*Your instructions:*
The word "click" marks the lines to keep; find each one in the data and copy it.

---------- Data listing

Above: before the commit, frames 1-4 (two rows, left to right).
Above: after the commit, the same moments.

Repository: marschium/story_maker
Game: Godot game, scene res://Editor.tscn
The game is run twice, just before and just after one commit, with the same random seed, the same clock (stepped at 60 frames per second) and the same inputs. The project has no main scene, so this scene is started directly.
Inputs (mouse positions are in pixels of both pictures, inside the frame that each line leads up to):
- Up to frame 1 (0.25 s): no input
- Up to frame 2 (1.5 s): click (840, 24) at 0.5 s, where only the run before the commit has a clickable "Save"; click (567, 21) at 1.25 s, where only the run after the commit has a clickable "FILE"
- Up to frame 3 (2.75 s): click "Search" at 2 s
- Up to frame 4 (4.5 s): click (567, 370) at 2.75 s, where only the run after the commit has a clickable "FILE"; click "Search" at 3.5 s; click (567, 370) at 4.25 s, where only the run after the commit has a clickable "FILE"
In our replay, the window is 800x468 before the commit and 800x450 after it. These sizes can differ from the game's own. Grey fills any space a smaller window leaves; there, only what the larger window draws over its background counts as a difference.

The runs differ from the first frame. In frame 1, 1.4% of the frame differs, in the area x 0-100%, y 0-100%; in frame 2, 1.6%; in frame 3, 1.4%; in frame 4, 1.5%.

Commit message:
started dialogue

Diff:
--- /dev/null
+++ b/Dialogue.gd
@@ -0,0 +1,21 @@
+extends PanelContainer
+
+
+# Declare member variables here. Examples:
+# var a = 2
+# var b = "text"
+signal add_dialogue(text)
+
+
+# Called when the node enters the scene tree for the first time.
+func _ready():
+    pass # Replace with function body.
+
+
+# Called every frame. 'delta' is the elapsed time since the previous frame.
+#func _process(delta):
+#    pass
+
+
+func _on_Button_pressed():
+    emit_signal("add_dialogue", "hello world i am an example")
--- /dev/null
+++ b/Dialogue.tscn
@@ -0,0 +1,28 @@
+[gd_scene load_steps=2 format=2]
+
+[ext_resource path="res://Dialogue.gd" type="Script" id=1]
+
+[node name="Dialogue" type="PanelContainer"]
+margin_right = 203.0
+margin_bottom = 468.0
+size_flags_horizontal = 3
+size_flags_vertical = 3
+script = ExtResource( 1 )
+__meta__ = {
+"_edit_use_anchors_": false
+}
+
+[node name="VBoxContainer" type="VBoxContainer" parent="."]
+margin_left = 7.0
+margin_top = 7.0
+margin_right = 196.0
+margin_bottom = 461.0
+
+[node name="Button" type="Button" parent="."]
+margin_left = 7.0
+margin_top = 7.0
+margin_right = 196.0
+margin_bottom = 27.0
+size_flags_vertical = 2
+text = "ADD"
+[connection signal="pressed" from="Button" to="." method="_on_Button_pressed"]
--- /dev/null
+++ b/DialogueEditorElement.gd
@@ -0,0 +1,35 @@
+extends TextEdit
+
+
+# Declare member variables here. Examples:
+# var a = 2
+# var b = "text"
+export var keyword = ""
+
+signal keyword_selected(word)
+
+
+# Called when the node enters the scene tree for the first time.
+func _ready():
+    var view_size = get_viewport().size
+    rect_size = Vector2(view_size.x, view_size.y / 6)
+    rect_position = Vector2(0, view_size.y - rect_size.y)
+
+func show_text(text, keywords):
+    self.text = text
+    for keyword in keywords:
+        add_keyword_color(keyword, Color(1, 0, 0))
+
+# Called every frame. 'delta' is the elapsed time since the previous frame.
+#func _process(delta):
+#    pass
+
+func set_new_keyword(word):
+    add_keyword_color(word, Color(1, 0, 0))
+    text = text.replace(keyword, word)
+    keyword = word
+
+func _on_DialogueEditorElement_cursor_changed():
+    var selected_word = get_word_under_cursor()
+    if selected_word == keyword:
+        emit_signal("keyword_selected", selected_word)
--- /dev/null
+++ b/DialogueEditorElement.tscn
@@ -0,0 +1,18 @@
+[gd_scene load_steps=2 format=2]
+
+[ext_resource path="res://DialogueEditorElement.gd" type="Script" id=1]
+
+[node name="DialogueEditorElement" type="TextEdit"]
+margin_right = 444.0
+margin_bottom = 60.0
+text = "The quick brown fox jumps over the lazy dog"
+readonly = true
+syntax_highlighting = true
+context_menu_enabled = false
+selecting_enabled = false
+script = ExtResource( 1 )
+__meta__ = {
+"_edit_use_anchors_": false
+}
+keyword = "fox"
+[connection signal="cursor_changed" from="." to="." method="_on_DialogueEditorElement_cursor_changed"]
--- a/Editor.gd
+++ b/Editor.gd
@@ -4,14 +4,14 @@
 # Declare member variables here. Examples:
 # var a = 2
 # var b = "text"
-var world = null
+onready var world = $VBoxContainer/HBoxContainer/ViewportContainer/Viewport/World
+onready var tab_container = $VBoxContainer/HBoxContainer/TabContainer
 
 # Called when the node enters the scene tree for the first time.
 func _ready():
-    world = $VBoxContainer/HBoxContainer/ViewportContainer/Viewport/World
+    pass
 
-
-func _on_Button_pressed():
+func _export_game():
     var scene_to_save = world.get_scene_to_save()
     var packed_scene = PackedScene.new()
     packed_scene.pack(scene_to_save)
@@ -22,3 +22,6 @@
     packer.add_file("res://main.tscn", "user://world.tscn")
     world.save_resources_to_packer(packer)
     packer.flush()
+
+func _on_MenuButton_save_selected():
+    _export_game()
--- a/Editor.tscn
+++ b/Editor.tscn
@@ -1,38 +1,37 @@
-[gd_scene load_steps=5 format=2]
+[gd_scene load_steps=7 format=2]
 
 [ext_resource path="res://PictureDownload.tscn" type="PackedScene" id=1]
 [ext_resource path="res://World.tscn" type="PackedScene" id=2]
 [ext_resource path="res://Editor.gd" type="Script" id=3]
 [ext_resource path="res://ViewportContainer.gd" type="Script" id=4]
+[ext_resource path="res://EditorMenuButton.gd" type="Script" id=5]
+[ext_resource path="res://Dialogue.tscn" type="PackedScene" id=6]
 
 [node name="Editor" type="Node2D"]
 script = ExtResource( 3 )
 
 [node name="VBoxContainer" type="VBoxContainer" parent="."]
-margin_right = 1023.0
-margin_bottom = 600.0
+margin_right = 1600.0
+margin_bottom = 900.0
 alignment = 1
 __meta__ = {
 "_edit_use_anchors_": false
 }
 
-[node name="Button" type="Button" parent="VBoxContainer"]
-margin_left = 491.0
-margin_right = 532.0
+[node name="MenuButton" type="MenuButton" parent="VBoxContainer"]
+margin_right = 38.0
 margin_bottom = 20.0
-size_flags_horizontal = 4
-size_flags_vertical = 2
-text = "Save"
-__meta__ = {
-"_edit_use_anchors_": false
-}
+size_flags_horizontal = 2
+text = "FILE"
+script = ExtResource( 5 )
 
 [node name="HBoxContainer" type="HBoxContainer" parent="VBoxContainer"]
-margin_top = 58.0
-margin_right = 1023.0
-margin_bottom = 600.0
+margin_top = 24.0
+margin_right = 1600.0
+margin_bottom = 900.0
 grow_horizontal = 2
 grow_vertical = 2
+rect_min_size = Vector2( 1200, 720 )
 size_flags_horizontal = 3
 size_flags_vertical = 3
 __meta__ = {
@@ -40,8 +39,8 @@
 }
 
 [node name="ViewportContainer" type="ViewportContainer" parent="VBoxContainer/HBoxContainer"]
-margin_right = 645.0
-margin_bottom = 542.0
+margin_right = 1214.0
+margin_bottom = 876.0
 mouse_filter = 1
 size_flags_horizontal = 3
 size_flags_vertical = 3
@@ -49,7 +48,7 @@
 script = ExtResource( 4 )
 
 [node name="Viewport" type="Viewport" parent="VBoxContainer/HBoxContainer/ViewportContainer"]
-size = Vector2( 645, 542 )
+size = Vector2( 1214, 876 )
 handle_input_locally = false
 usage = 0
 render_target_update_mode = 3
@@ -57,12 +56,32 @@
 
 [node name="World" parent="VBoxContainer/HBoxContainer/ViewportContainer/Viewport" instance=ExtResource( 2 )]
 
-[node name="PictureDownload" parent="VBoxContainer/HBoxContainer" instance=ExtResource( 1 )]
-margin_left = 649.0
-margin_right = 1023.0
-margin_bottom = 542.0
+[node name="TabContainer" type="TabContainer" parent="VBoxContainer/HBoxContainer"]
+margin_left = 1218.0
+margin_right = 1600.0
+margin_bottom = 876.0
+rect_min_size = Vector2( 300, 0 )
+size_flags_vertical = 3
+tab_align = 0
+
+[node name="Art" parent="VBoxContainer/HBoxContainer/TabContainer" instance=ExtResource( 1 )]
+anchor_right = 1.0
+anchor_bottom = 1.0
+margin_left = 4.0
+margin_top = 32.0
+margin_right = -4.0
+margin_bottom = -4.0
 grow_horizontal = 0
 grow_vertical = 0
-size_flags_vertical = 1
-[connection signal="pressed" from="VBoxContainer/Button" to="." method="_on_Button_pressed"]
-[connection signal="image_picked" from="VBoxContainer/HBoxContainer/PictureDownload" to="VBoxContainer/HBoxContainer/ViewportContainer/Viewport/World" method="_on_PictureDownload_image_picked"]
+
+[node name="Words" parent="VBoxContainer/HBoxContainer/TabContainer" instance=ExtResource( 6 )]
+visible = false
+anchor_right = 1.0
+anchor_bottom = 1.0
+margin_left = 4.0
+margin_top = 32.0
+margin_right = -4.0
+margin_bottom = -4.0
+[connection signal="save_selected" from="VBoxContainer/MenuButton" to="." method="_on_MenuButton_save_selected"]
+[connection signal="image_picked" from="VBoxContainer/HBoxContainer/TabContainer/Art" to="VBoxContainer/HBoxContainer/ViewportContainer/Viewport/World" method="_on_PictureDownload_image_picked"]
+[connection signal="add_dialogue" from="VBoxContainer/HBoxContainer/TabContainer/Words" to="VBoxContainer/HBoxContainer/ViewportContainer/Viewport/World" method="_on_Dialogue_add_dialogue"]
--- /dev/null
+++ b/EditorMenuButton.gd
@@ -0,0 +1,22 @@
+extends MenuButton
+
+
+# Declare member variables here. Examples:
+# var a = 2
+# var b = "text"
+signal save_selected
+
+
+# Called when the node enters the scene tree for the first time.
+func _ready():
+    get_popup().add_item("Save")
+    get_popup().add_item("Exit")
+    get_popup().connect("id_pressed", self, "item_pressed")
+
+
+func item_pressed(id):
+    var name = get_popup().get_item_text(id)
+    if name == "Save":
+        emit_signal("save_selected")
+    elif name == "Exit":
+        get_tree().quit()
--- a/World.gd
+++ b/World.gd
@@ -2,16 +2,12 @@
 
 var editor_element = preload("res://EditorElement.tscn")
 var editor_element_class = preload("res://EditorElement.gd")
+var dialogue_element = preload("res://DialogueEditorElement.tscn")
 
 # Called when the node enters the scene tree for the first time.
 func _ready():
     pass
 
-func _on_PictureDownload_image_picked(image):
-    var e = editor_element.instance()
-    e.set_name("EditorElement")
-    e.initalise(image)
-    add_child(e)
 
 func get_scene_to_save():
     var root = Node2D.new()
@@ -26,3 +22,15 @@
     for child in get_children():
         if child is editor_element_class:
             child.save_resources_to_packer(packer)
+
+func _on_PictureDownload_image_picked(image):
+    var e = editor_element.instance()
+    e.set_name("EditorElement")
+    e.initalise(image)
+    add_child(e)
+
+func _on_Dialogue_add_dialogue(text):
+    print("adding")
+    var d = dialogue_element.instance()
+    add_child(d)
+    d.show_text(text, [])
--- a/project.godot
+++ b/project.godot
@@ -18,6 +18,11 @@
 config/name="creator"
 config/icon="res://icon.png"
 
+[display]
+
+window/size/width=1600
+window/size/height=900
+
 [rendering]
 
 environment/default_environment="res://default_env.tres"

--------------------

*Solution:*
- Up to frame 2 (1.5 s): click (840, 24) at 0.5 s, where only the run before the commit has a clickable "Save"; click (567, 21) at 1.25 s, where only the run after the commit has a clickable "FILE"
- Up to frame 3 (2.75 s): click "Search" at 2 s
- Up to frame 4 (4.5 s): click (567, 370) at 2.75 s, where only the run after the commit has a clickable "FILE"; click "Search" at 3.5 s; click (567, 370) at 4.25 s, where only the run after the commit has a clickable "FILE"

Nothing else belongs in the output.